Well I have been studying Ocaml for some days now but I have been using the Ocaml top-level to test my code until now. 

Therefore, I decided to grab a book and start understanding how to build a small project.


ByteCode vs NativeCode

For starters, there are two compilers, one generates portable code and the other one  specific architecture performance programs.

They byteCode compiler, from what I could understand, works like Java Virtual Machine. It is, in fact, a Virtual Machine, its name is Zinc (Zinc is not Caml). The byteCode compiler generates Zinc instructions. 

This way code can be run in any system where a byteCode compiler as been developed for, just like JVM.

The native compiler is optimized for the architecture of the system it was designed for.

ocamlc (ByteCode compiler)

ocamlopt (NativeCode compiler)



Compiling a single file is as simples as doing it with a C compiler:

ocamlc -o executalbe_file source_file.ml

Its analogous to the native compile. Its quite simple, nothing to add here.


Running Toplevel

If you are using, or just started working with, Ocaml, the first thing you notice is that you have a nice little thing called Toplevel execution.

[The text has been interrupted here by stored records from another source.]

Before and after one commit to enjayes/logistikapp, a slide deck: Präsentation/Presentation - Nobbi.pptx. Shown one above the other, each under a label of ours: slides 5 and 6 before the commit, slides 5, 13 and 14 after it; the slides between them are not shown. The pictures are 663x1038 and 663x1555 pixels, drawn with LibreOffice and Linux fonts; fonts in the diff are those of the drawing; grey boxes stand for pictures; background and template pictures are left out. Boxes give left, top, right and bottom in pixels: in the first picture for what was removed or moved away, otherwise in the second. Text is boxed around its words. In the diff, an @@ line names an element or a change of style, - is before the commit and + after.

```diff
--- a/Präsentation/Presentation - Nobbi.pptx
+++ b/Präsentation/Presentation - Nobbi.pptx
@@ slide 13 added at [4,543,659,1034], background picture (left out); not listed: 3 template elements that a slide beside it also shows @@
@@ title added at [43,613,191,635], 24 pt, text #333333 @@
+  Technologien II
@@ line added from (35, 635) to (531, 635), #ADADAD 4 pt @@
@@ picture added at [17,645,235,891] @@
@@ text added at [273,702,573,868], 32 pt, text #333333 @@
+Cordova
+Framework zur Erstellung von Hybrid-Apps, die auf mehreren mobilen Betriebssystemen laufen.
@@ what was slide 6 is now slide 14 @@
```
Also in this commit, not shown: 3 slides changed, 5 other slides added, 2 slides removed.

If you used MATLAB, like I did, the first thing you will think is: “This is just like MATLAB console”

Basically yes, it runs Ocaml code right on the fly, which is very useful, for debugging or testing.

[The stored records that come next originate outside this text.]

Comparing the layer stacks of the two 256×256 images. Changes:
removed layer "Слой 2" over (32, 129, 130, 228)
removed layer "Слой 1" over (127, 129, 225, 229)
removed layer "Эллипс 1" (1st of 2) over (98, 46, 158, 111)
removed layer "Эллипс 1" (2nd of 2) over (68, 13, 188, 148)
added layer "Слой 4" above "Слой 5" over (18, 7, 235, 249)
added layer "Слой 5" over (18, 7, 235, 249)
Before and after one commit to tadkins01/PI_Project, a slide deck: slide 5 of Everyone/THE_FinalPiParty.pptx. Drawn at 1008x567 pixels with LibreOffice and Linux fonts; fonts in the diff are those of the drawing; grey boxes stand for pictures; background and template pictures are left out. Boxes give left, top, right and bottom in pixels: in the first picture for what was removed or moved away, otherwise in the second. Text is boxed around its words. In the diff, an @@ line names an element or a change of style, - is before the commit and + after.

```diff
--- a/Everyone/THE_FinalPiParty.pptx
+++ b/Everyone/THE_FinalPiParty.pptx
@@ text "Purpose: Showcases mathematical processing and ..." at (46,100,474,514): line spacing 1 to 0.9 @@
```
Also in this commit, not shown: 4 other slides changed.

But, I haven’t studied much about it in particular. I will try to do it later, because it has some interesting directives like #trace.



Now, the reason why I made this little summary, Modules. I need modules, I think everyone needs. 

So, I decided to go a bit back and try to understand how it works, from compiling a simple file to testing it.

I want to make a small project that simulates an Anti-Missil (check project here), and for that I want to use modules.

Modules in Ocaml, so far look like they are the same as in Java or C, you make them in different files (usually) and compile each one individually and compile the interfaces with the main file in the end. 

I will test a small example to see if I am able to do a simple module compile and execution:

I created a small program a.ml that defined a record and a method for this record, and another program b.ml that would create a value of type record A and call the method on it. Therefore b.ml depends on a.ml

Compiling the files according to dependency, first a.ml then b.ml, worked fine.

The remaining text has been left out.